パッケージデザインの段階から多言語表示のスペースを確保しておくことが重要です。後から表示を追加しようとすると、デザインのバランスが崩れたり、法定表示のスペースが足りなくなったりします。
現地の表示規制への対応
栄養成分表示の形式は国によって異なります。例えば、米国向けには「Nutrition Facts」パネルの形式で表示する必要があり、EU向けには「Nutritional Declaration」の形式が求められます。カロリーの単位(kcalとkJ)、表示する栄養素の項目、1食あたりの量の定義なども国ごとに異なります。
バーコード・JAN/EAN/UPCの対応
海外で流通させるためには、輸出先で使われているバーコード体系に対応する必要があります。米国・カナダ向けにはUPCコード、その他の国向けにはEANコード(日本のJANコードと互換)が一般的です。
海外輸出の物流設計
輸送手段の選択
食品の海外輸送は、船便と航空便の2つが基本です。常温品であれば船便が一般的で、コストを抑えられます。ただし、アジア圏でも1〜2週間、欧米向けでは3〜4週間程度のリードタイムがかかります。
冷蔵・冷凍品は、リーファーコンテナ(温度管理可能なコンテナ)を使った船便、または航空便での輸送となります。コストは大幅に上がりますが、高付加価値商品であれば十分にペイできるケースもあります。
賞味期限の設計
輸出品は輸送に時間がかかるため、国内販売品よりも長い賞味期限が求められます。目安として、輸送期間の3倍以上の賞味期限を確保しておくのが望ましいです。レトルト食品や缶詰、乾燥食品など、長期保存が可能な商品形態を選ぶのも一つの戦略です。
通関手続きと書類準備
食品を輸出する際には、輸出申告書、原産地証明書、衛生証明書(必要な場合)、成分分析書などの書類が必要です。通関手続きに不慣れな場合は、通関業者(フォワーダー)に依頼するのが安全です。
海外展開の販路開拓
海外バイヤーとの商談機会
国内で開催される食品展示会(FOODEX JAPANなど)には、海外バイヤーも多数来場します。海外向けの商品を持って出展し、バイヤーとの商談機会を作りましょう。JETROが主催するバイヤー招聘事業やオンライン商談会も活用できます。
越境EC
実店舗での販売をスキップして、越境ECから海外展開を始めるアプローチも有効です。Amazon.com、Tmall Global(天猫国際)、Shopee、Lazadaなどのプラットフォームを活用すれば、比較的低リスクで海外市場のテストマーケティングが可能です。
まとめ:食品OEM×海外輸出は準備が9割
食品OEM商品の海外輸出は、正しい準備と計画があれば十分に実現可能です。規制調査、認証取得、パッケージ対応、物流設計の各ステップを着実に進めることが成功の条件です。

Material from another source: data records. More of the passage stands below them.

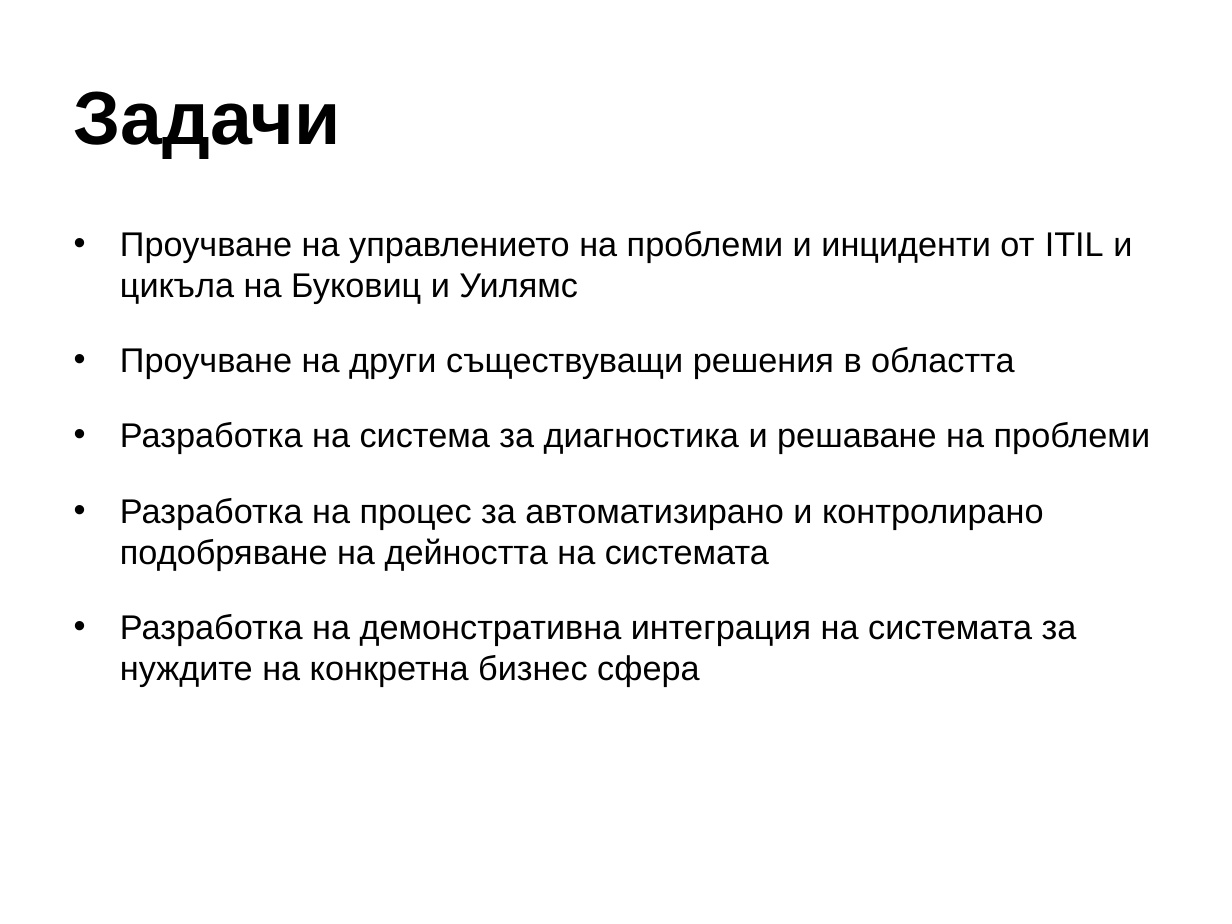
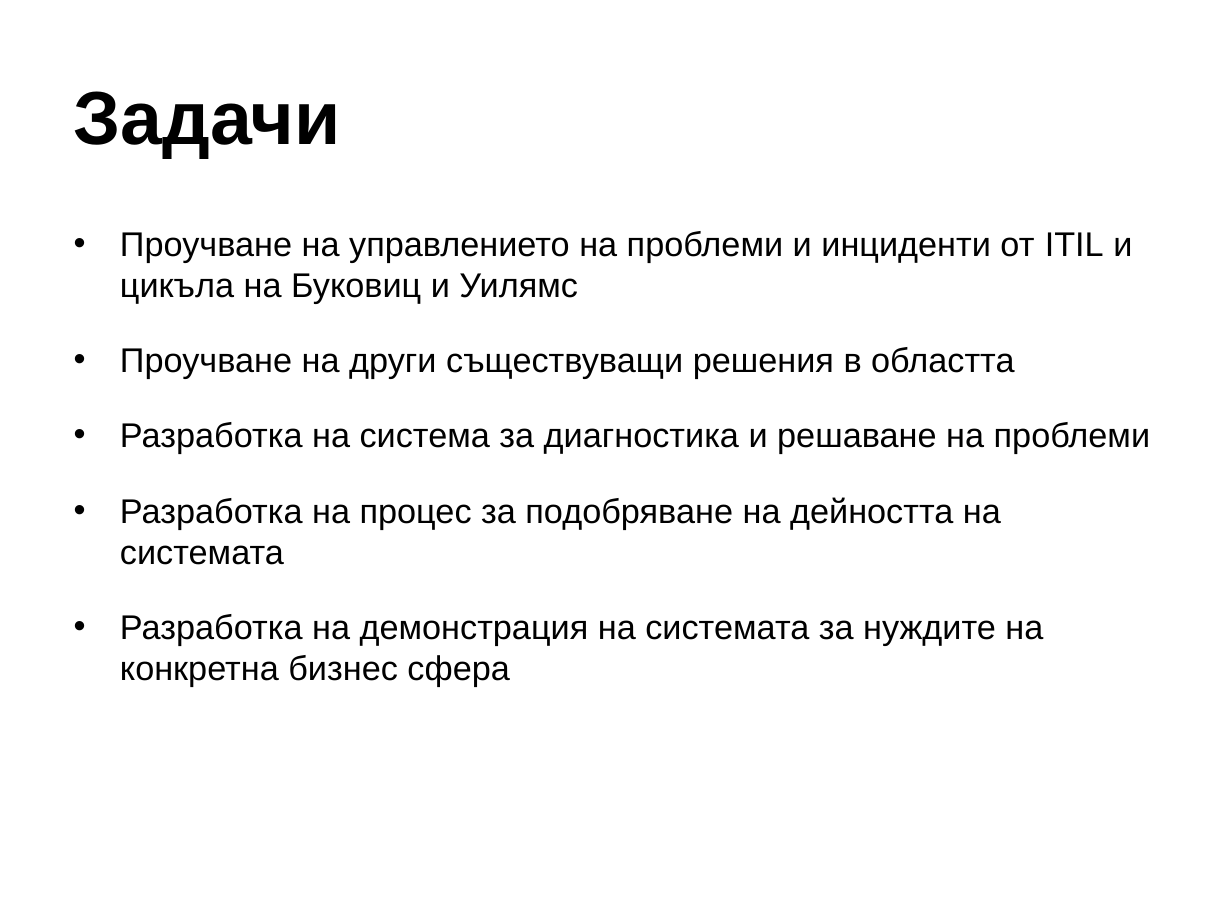
Before and after one commit to bubata85/problem_solver, a slide deck: slide 3 of docs/official/problem_solver.ppt. Drawn at 1232x924 pixels with LibreOffice and Linux fonts; fonts in the diff are those of the drawing; background and template pictures are left out. Boxes give left, top, right and bottom in pixels: in the first picture for what was removed or moved away, otherwise in the second. Text is boxed around its words. In the diff, an @@ line names an element or a change of style, - is before the commit and + after.

```diff
--- a/docs/official/problem_solver.ppt
+++ b/docs/official/problem_solver.ppt
@@ text at (120,497,1043,687): text changed @@
-• Разработка на процес за автоматизирано и контролирано подобряване на дейността на системата
-• Разработка на демонстративна интеграция на системата за нуждите на конкретна бизнес сфера
+• Разработка на процес за подобряване на дейността на системата
+• Разработка на демонстрация на системата за нуждите на конкретна бизнес сфера
```
Also in this commit, not shown: 3 other slides changed, 1 slide added.
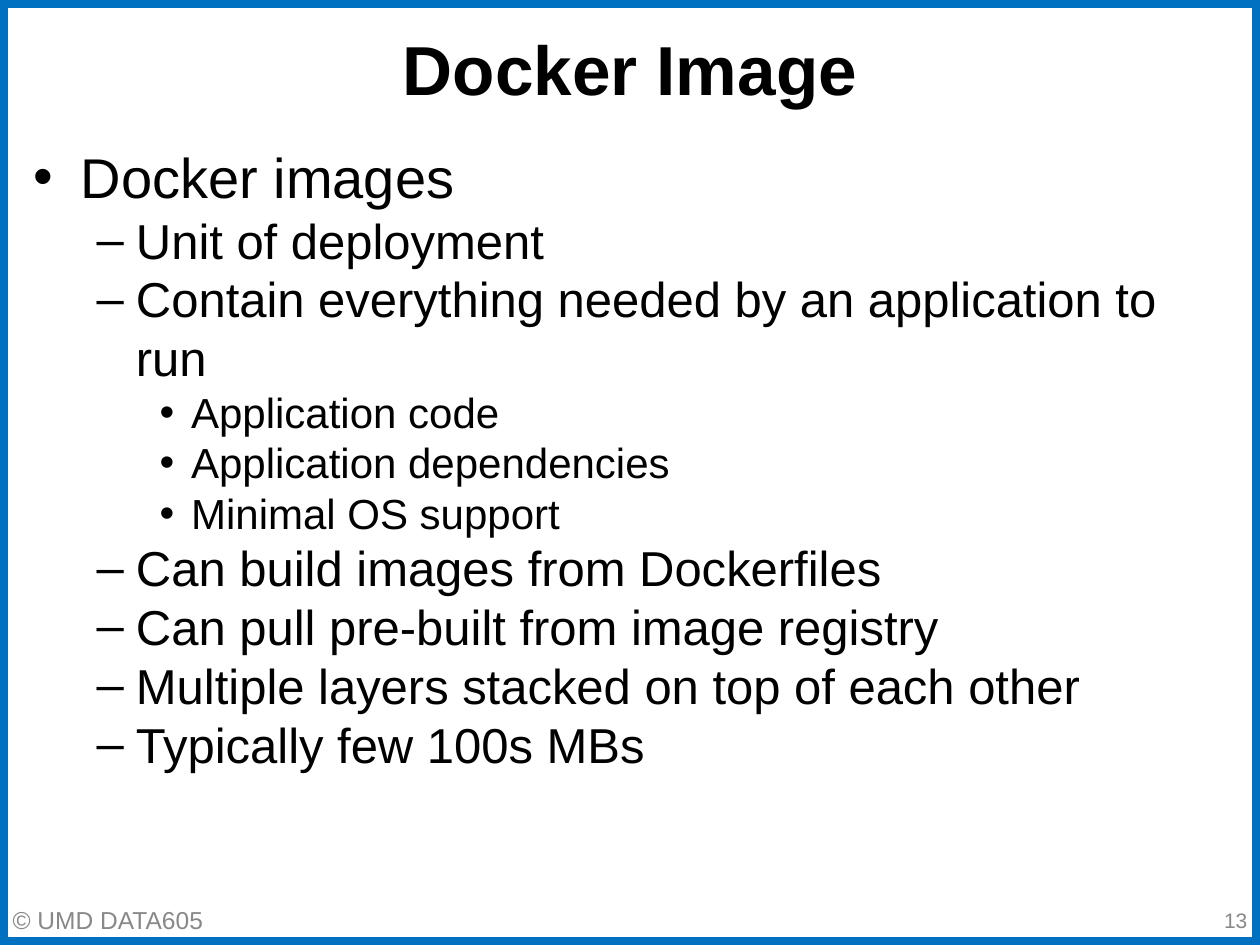
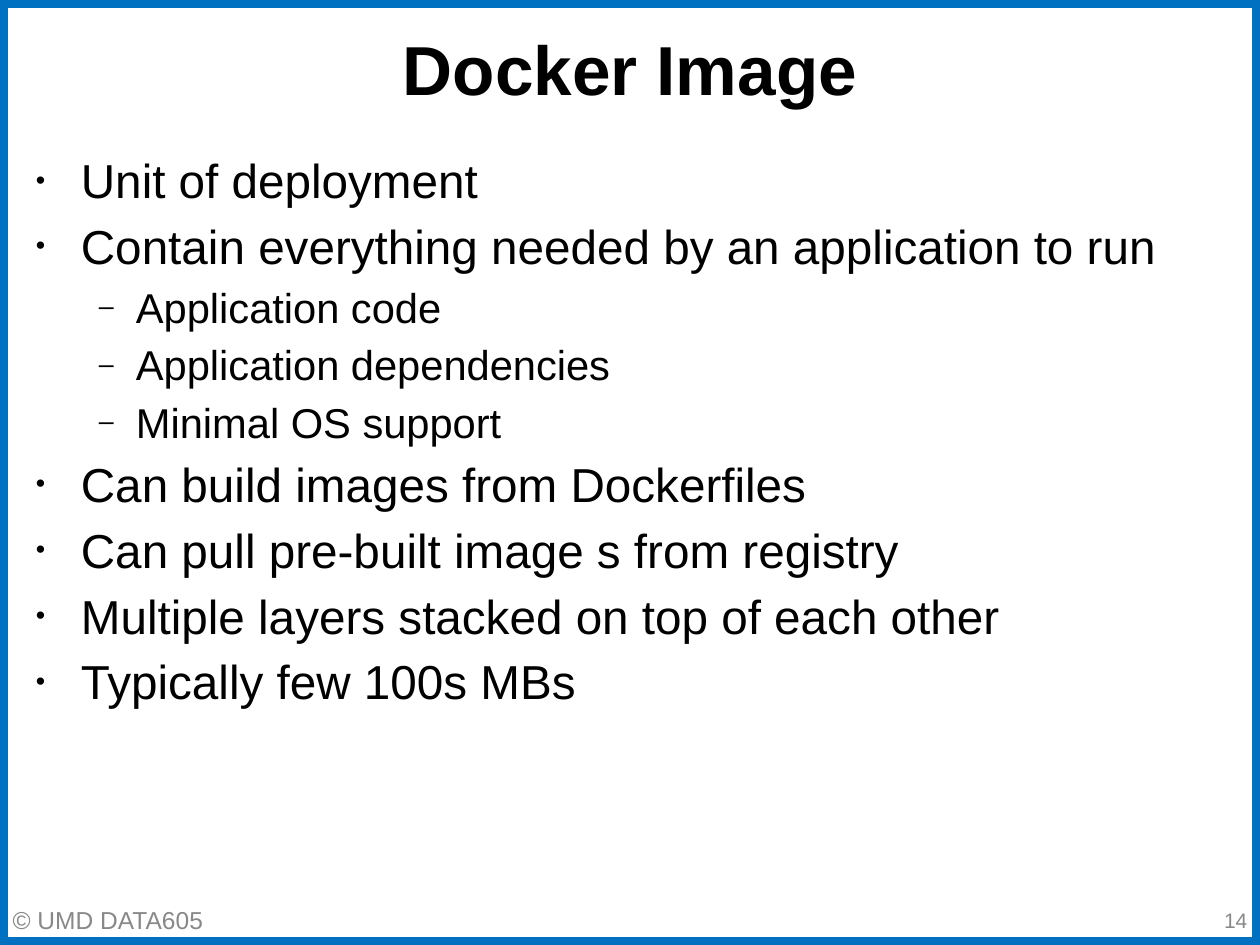
Before and after one commit to gpsaggese/umd_data605, a slide deck: slide 14 of lectures/02.2 - Docker DevOps.pptx (slide 13 before the commit). Drawn at 1260x945 pixels with LibreOffice and Linux fonts; fonts in the diff are those of the drawing. Boxes give left, top, right and bottom in pixels: in the first picture for what was removed or moved away, otherwise in the second. Text is boxed around its words. In the diff, an @@ line names an element or a change of style, - is before the commit and + after.

```diff
--- a/lectures/02.2 - Docker DevOps.pptx
+++ b/lectures/02.2 - Docker DevOps.pptx
@@ text at [81,157,455,209]: paragraph removed @@
-• Docker images
@@ text at [81,163,1156,709]: size 28 to 27.2 pt in "Unit of deployment", "Contain everything needed by an application to ...", "Can build images from Dockerfiles", "Multiple layers stacked on top of each ..." and 1 more places; size 24 to 23.8 pt in "Application code", "Application dependencies", "Minimal OS support"; bullet – to •; list level 2 to 1 in "Unit of deployment"; line spacing 1 to 1.15; list level 2 to 1 in "Contain everything needed by an ..."; bullet • to –; list level 3 to 2 in "Application code"; list level 3 to 2 in "Application dependencies"; list level 3 to 2 in "Minimal OS support"; list level 2 to 1 in "Can build images from Dockerfiles"; list level 2 to 1 in "Multiple layers stacked on top ..."; list level 2 to 1 in "Typically few 100s MBs" @@
@@ text at [81,533,898,577]: text changed; size 28 to 27.2 pt @@
-  – Can pull pre-built from image registry
+• Can pull pre-built image s from registry
@@ page number at [1224,913,1247,928]: text changed @@
-13
+14
```
Also in this commit, not shown: 20 other slides changed, 2 slides added, 3 slides removed, 3 other files.

海外展開を見据えた食品OEMの製造パートナーをお探しの方は、foodoem.jpで輸出対応可能な工場を検索してみてください。
よくある質問
Q1: 食品輸出にはどのくらいの準備期間が必要ですか?
A1: 輸出先の規制調査から初回出荷までに、少なくとも6ヶ月〜1年程度の準備期間を見込んでおくのが現実的です。認証取得に時間がかかるケース(ハラール認証で3〜6ヶ月など)もあるため、早めに動き始めることが重要です。
Q2: 小ロットでも海外輸出は可能ですか?
A2: 可能ですが、輸送コストの効率を考えると一定のロットが望ましいです。船便の場合、最小単位はパレット単位が一般的で、コンテナ1本分(20フィートコンテナで約10トン)を埋めるのが理想です。越境ECで個別配送する場合は、国際宅配便(EMS、DHL、FedExなど)でも対応可能です。
Q3: 補助金や助成金を活用して輸出コストを抑えられますか?
A3: はい、いくつかの制度が利用可能です。JETROの「新輸出大国コンソーシアム」は無料で輸出支援を受けられるプログラムです。また、中小企業庁の補助金や各都道府県の産業振興助成金でも、海外展開に使える制度があります。条件や申請時期は年度によって異なるため、定期的に情報をチェックしましょう。